* Work instructions:
Lines in the listing below that contain the string "Cause" are to be found and copied.

* Task input:
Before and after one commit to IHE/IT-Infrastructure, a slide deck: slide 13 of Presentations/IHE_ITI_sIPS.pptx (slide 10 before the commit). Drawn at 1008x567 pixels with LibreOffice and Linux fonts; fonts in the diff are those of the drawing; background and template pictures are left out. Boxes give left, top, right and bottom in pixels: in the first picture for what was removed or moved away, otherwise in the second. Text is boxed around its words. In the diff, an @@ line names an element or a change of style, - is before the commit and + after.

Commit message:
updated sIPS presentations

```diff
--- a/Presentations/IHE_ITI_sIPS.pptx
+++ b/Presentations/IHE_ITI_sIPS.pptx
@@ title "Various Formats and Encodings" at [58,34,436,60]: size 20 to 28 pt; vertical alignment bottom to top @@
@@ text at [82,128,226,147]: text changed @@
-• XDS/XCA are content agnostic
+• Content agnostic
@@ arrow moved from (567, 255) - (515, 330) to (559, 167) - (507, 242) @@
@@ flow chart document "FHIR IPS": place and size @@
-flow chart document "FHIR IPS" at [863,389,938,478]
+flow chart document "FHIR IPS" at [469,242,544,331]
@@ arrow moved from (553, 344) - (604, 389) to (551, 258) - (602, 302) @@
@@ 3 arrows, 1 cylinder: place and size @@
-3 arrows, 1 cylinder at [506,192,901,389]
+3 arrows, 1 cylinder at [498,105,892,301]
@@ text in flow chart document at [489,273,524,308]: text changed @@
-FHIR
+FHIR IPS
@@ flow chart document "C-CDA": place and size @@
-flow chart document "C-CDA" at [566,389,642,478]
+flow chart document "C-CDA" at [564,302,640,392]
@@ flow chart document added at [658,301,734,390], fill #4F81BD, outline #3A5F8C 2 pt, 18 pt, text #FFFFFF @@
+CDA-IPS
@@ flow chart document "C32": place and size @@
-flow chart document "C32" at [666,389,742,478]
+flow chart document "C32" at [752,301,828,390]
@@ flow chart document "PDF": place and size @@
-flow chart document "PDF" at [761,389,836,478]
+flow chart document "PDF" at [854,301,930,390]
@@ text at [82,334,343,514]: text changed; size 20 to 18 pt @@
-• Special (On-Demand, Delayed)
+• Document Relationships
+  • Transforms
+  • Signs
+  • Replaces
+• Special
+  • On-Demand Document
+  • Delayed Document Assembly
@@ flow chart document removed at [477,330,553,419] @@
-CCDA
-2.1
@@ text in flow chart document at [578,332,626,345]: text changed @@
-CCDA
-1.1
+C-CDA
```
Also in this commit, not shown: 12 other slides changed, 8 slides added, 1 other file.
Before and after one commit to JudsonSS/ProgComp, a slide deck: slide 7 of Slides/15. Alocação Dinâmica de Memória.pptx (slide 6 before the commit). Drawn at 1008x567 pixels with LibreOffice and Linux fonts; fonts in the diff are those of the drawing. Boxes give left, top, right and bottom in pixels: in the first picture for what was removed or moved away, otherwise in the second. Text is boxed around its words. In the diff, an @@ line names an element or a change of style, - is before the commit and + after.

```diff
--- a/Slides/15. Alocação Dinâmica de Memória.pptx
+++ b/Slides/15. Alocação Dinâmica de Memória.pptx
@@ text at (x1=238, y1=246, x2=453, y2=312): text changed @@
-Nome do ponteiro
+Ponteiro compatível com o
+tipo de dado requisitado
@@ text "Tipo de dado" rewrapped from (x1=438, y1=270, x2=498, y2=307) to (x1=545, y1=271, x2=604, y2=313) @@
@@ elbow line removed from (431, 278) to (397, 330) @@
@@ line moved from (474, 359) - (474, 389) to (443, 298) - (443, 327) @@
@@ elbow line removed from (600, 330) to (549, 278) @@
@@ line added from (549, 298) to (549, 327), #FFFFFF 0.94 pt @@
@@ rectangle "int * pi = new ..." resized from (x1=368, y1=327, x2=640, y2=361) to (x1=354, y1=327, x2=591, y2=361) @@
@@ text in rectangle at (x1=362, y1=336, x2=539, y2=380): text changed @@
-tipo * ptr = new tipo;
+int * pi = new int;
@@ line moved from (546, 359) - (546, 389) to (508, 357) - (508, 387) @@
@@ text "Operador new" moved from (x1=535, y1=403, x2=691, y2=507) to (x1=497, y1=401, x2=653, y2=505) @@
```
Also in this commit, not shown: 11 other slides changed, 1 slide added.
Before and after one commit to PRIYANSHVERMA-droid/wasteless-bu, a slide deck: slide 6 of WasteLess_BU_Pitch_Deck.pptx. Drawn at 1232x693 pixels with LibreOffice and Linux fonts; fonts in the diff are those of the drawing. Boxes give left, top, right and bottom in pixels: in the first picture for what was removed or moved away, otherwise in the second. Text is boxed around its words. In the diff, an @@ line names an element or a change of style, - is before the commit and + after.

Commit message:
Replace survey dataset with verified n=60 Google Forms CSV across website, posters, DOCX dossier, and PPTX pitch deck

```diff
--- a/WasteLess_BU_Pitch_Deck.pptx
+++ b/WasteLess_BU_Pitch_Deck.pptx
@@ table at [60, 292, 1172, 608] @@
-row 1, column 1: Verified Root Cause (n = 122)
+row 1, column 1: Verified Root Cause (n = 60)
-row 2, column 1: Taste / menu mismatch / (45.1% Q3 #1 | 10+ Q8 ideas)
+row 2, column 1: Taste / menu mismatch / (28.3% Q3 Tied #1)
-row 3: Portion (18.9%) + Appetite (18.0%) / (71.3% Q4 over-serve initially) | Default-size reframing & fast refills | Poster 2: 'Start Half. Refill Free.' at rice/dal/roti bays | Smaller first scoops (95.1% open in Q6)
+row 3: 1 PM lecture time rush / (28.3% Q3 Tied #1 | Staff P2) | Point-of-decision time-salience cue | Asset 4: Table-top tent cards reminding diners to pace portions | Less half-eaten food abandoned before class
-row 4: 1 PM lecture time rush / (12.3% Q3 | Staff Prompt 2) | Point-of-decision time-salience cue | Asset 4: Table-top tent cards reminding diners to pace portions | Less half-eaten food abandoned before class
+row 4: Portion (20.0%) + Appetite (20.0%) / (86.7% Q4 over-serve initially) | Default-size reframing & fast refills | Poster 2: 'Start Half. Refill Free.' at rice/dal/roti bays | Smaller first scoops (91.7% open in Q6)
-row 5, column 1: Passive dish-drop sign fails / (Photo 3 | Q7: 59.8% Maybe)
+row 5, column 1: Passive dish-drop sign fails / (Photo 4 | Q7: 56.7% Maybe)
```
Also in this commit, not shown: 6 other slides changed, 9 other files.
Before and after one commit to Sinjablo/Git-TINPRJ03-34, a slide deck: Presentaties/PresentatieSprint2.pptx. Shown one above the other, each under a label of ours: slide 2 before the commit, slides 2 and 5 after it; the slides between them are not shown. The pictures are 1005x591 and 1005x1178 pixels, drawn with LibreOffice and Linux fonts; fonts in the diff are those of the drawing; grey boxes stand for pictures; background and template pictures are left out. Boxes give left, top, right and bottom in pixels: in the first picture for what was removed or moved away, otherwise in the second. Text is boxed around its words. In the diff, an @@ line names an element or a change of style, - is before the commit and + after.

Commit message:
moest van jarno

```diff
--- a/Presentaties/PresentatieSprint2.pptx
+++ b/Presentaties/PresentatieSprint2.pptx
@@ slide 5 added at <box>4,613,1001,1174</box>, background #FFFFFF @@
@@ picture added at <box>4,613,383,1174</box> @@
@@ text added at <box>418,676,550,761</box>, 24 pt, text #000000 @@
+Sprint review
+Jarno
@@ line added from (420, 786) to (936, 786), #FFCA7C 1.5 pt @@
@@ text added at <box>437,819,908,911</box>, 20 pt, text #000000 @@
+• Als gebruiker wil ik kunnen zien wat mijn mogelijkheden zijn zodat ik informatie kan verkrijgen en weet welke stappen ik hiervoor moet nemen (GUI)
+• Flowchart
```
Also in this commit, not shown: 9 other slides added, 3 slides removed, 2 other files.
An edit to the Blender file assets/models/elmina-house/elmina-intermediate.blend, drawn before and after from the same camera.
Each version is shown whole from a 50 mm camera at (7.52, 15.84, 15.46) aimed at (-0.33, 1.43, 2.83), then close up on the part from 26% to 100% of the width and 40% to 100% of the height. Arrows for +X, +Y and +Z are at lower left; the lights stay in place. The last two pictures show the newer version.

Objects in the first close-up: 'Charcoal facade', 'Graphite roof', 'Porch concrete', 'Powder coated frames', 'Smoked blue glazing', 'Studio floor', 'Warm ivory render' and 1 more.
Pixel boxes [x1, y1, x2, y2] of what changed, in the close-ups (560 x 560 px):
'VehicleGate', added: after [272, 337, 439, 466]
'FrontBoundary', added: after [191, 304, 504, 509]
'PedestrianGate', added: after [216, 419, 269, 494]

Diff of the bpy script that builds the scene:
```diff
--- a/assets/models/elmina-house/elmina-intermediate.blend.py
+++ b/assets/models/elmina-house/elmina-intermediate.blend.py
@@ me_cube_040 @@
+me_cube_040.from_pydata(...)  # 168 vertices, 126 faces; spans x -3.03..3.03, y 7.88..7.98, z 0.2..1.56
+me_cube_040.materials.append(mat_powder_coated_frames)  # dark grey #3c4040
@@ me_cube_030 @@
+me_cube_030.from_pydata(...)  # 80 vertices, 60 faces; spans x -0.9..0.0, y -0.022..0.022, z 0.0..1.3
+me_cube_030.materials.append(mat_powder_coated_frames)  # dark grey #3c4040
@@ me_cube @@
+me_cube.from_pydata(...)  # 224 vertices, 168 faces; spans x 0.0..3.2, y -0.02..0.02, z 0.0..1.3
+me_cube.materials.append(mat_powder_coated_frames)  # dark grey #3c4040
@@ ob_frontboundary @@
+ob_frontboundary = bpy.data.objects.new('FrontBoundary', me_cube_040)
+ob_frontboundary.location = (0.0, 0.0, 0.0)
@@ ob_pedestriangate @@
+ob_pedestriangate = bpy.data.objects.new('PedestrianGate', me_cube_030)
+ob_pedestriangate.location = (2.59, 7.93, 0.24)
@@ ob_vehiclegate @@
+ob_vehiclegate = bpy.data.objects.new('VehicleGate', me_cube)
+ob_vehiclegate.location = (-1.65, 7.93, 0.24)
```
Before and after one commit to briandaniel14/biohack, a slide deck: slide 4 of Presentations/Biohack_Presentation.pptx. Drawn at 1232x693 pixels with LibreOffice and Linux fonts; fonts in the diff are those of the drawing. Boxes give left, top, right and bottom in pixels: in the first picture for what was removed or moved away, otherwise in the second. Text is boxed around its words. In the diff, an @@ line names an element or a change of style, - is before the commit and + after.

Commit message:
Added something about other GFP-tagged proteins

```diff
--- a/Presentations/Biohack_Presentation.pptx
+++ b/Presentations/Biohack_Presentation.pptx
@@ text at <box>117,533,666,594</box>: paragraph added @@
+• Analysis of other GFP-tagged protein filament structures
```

* Solved exercise:
-row 1, column 1: Verified Root Cause (n = 122)
+row 1, column 1: Verified Root Cause (n = 60)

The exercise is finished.